Turkish court issues 102 arrest warrants for alleged coup plot

[JURIST] A Turkish court on Friday ordered the arrest of 102 people, including two serving and three retired military officers, in connection with an alleged coup plot. The 2003 Balyoz Security Operation Plan [Taraf report, in Turkish; Al Jazeera backgrounder], or "Sledgehammer" plot, which included plans to bomb Istanbul mosques and provoke Greece into shooting down a Turkish plane in order to undermine the government, was revealed by the Taraf [media website] newspaper in January.
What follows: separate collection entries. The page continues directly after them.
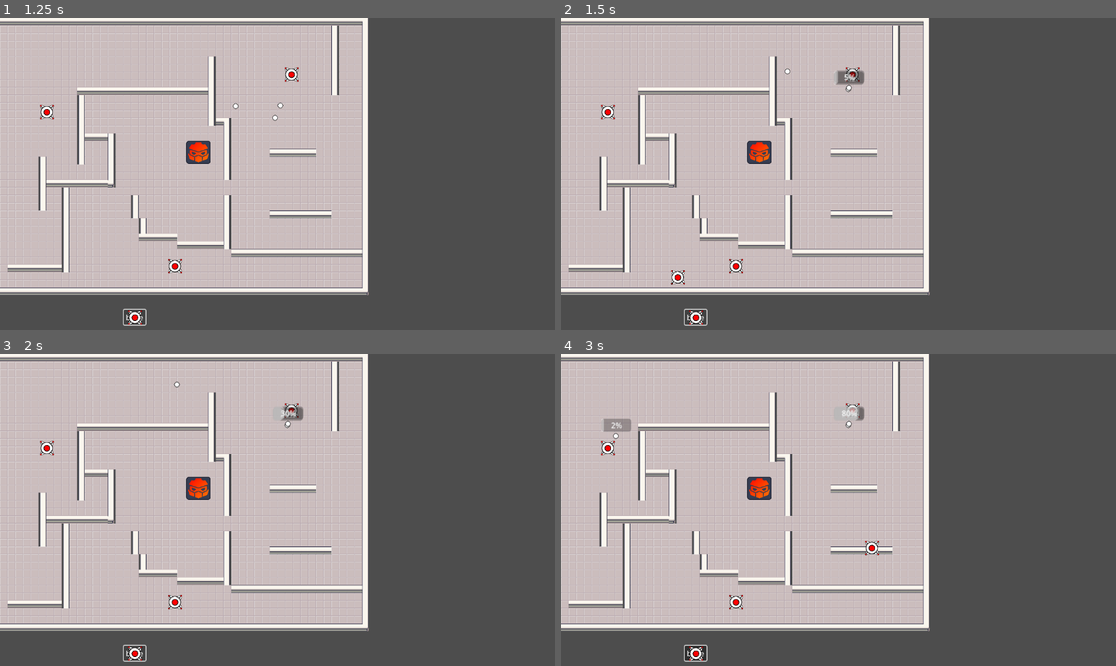
Above: before the commit, frames 1-4 (two rows, left to right).
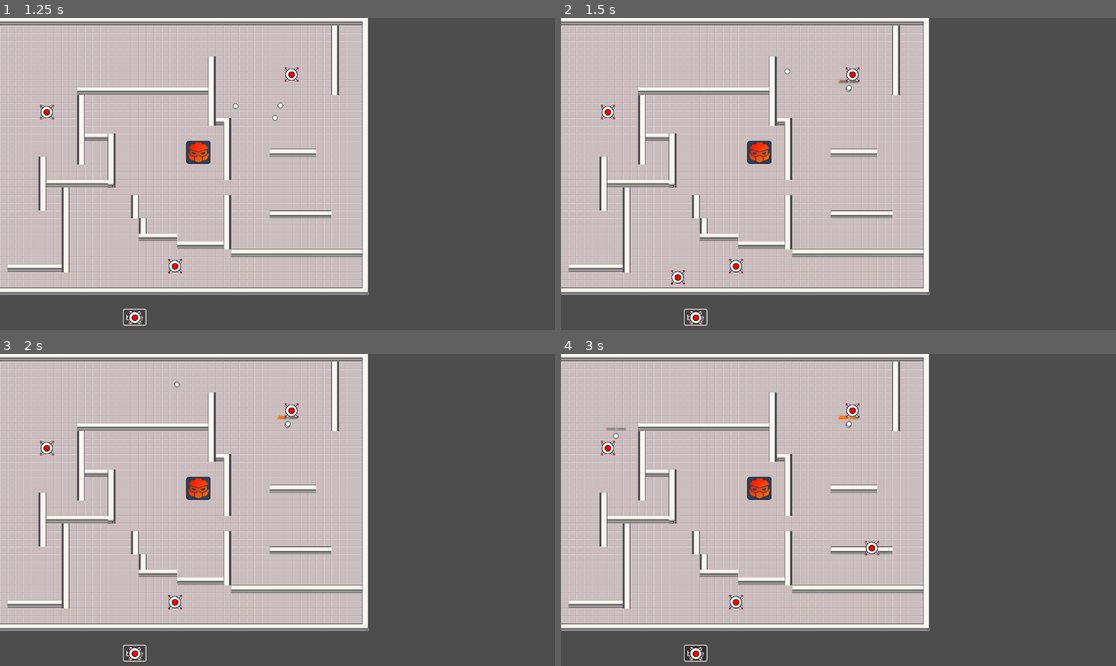
Above: after the commit, the same moments.

Repository: fredy-ID/Loknia
Game: Godot game, scene res://world.tscn
Same seed, same stepped clock (60 frames per second), same inputs: the game is played once before the commit and once after it.
Inputs (mouse positions are in pixels of both pictures, inside the frame that each line leads up to):
- Up to frame 1 (1.25 s): click "base" at 0.5 s
- Up to frame 2 (1.5 s): click "base" at 1.25 s
- Up to frame 3 (2 s): no input
- Up to frame 4 (3 s): click "base" at 2 s; move the mouse to (960, 494) at 2.77 s; click (960, 494) at 2.85 s

Frame 1 is identical in both runs. In frame 2, 0.2% of the frame differs, in the area x 49-55%, y 16-22%; in frame 3, 0.2%; in frame 4, 0.3%, in the area x 7-55%, y 16-25%.

Commit message:
Episode 4

Diff:
--- a/base_button.gd
+++ b/base_button.gd
@@ -35,6 +35,8 @@
 func _on_add_new_base():
 	print("adding new base")
 
-func _on_base_placed() -> void:
+func _on_base_placed(existing_base=null) -> void:
+	if(existing_base):
+		base=existing_base
 	base.add_to_group("base")
 	state = action.CAN_BE_CLICKED
--- a/scenes/base.tscn
+++ b/scenes/base.tscn
@@ -9,7 +9,7 @@
 [node name="base" type="StaticBody2D" groups=["base", "navigation"]]
 script = ExtResource("1_fov38")
 
-[node name="CollisionShape2D" type="CollisionShape2D" parent="."]
+[node name="baseCollision" type="CollisionShape2D" parent="."]
 shape = SubResource("CircleShape2D_46vx8")
 
 [node name="Area2D" type="Area2D" parent="." groups=["Collision_Interactible_BASE"]]
@@ -20,4 +20,30 @@
 [node name="Base1" type="Sprite2D" parent="."]
 texture = ExtResource("1_jl3ij")
 
+[node name="Buttons" type="Control" parent="."]
+layout_mode = 3
+anchors_preset = 0
+offset_right = 40.0
+offset_bottom = 40.0
+
+[node name="move" type="Button" parent="Buttons"]
+offset_left = -87.0
+offset_top = 46.0
+offset_right = -10.0
+offset_bottom = 77.0
+text = "Deplacer"
+
+[node name="delete" type="Button" parent="Buttons"]
+offset_left = 10.0
+offset_top = 45.0
+offset_right = 100.0
+offset_bottom = 76.0
+text = "Supprimer
+"
+
 [connection signal="add_new_base" from="." to="." method="_on_add_new_base"]
+[connection signal="input_event" from="Area2D" to="." method="_on_area_2d_input_event"]
+[connection signal="mouse_entered" from="Area2D" to="." method="_on_area_2d_mouse_entered"]
+[connection signal="mouse_exited" from="Area2D" to="." method="_on_area_2d_mouse_exited"]
+[connection signal="button_up" from="Buttons/move" to="." method="_on_move_button_up"]
+[connection signal="button_up" from="Buttons/delete" to="." method="_on_delete_button_up"]
--- a/scenes/character.tscn
+++ b/scenes/character.tscn
@@ -1,7 +1,10 @@
-[gd_scene load_steps=4 format=3 uid="uid://klkcxfvfyxuh"]
+[gd_scene load_steps=5 format=3 uid="uid://klkcxfvfyxuh"]
 
 [ext_resource type="Script" path="res://scripts/character.gd" id="1_7w8ip"]
 [ext_resource type="Texture2D" uid="uid://bsu1kl7c6ctcd" path="res://assets/character.png" id="2_5r6rl"]
+
+[sub_resource type="StyleBoxFlat" id="StyleBoxFlat_f666s"]
+bg_color = Color(1, 0.494118, 0.113725, 1)
 
 [sub_resource type="CircleShape2D" id="CircleShape2D_j85hl"]
 radius = 15.0
@@ -12,10 +15,13 @@
 
 [node name="pBar" type="ProgressBar" parent="."]
 visible = false
-offset_left = -30.0
-offset_top = -36.0
-offset_right = 32.0
-offset_bottom = -9.0
+offset_left = -20.0
+offset_top = -17.0
+offset_right = 185.0
+offset_bottom = 10.0
+scale = Vector2(0.2, 0.2)
+theme_override_styles/fill = SubResource("StyleBoxFlat_f666s")
+value = 50.0
 
 [node name="CollisionShape2D" type="CollisionShape2D" parent="." groups=["player"]]
 scale = Vector2(0.36, 0.36)
--- a/scripts/base.gd
+++ b/scripts/base.gd
@@ -3,14 +3,21 @@
 signal add_new_base
 
 @onready var base_button: Button = $"../../GridContainer/Button"
+@onready var buttons_container: Control = $Buttons
 
 const FOLLOW_SPEED = 10.0
 
 enum action {PLACED=0, DRAGGED=1}
 var state:int = action.PLACED
+var toggle_action_buttons: bool = false
+var mouse_in_state: bool = false
 
 func _ready() -> void:
-	pass # Replace with function body.
+	buttons_container.visible = toggle_action_buttons
+
+func _process(delta: float) -> void:
+	if Input.is_action_just_released("click") and mouse_in_state==false:
+		buttons_container.visible = false
 
 func _physics_process(delta):
 	if state == action.DRAGGED:
@@ -20,7 +27,7 @@
 		if Input.is_action_just_pressed("click"):
 			state = action.PLACED
 			base_button.connect("base_placed", _on_base_placed)
-			base_button.emit_signal("base_placed")
+			base_button.emit_signal("base_placed", self)
 
 func _on_add_new_base() -> void:
 	state = action.DRAGGED
@@ -28,3 +35,22 @@
 
 func _on_base_placed() -> void:
 	state = action.PLACED
+
+func _on_move_button_up() -> void:
+	self.remove_from_group("base")
+	state = action.DRAGGED
+
+func _on_delete_button_up() -> void:
+	self.remove_from_group("base")
+	self.queue_free()
+
+func _on_area_2d_mouse_entered() -> void:
+	mouse_in_state=true
+
+func _on_area_2d_mouse_exited() -> void:
+	mouse_in_state=false
+
+func _on_area_2d_input_event(viewport: Node, event: InputEvent, shape_idx: int) -> void:
+	if Input.is_action_just_pressed("click"):
+		toggle_action_buttons = !toggle_action_buttons
+		buttons_container.visible = toggle_action_buttons
--- a/scripts/character.gd
+++ b/scripts/character.gd
@@ -27,7 +27,7 @@
 	elif state == action.TARGET_SELECTED:
 		move_to_target(delta)
 	elif state==action.HARVEST:
-		playerPBar.set_z_index(1)
+		#playerPBar.set_z_index(1)
 		playerPBar.set_visible(true)
 		harvest(delta)
 
@@ -45,6 +45,9 @@
 		# Appeler d'autres fonctions si nécessaire après la récolte
 
 func move_to_target(delta: float):
+	if not is_instance_valid(target):
+		search_next_base_direction()
+		return
 	nav.target_position = calculate_target_position(target.global_position, self.position, stop_distance)
 	var direction = Vector2()
 	direction = nav.get_next_path_position() - global_position

The Istanbul 10th Court for Serious Crimes [GlobaLex backgrounder] ordered the arrests after another court indicted 196 [JURIST report] over the plot on Monday. The first hearing in the case is set for December 16 [Hurriyet report]. The indictment was accepted by the Istanbul 12th High Criminal Court Monday and alleges that the plot was crafted in an Istanbul army base shortly after the Justice and Development Party (AKP) [party website] took power in November 2002. Prosecutors are calling for prison sentences of 15 to 20 years [Reuters report] for the defendants. The military has maintained that the plot is a war game exercise. In February, a Turkish court charged an additional 11 military officers [JURIST report] in the plot and arrested 18 more. Also in February, 40 military officers and 12 high-ranking Turkish military officers [JURIST reports] were arrested and charged for their involvement in the plot.

In June, the trial of 33 retired and active naval officers began [JURIST report]. The officers were accused of attempting to overthrow the government and establish military rule in another plot planned by a group called Ergenekon [BBC backgrounder; JURIST news archive]. The group allegedly planned to assassinate prominent members of Turkey's Christian and Jewish minority groups, blame Islamic terrorists for the deaths and use this to delegitimize the AKP. Prosecutors in the case will attempt to link [BBC report] the 33 defendants to a plan to detonate a bomb in an Istanbul museum and the deaths of a Catholic priest, Protestant missionaries and journalist Hrant Dink. The investigations have strained relations between the religiously-inclined government and the secular military, which has been responsible for four coups in the last 50 years. Since the founding of the modern republic in 1923, the military has regarded itself as the defender [Guardian report] of the secular legacy of founder Mustafa Kemal Ataturk [Turkish News profile].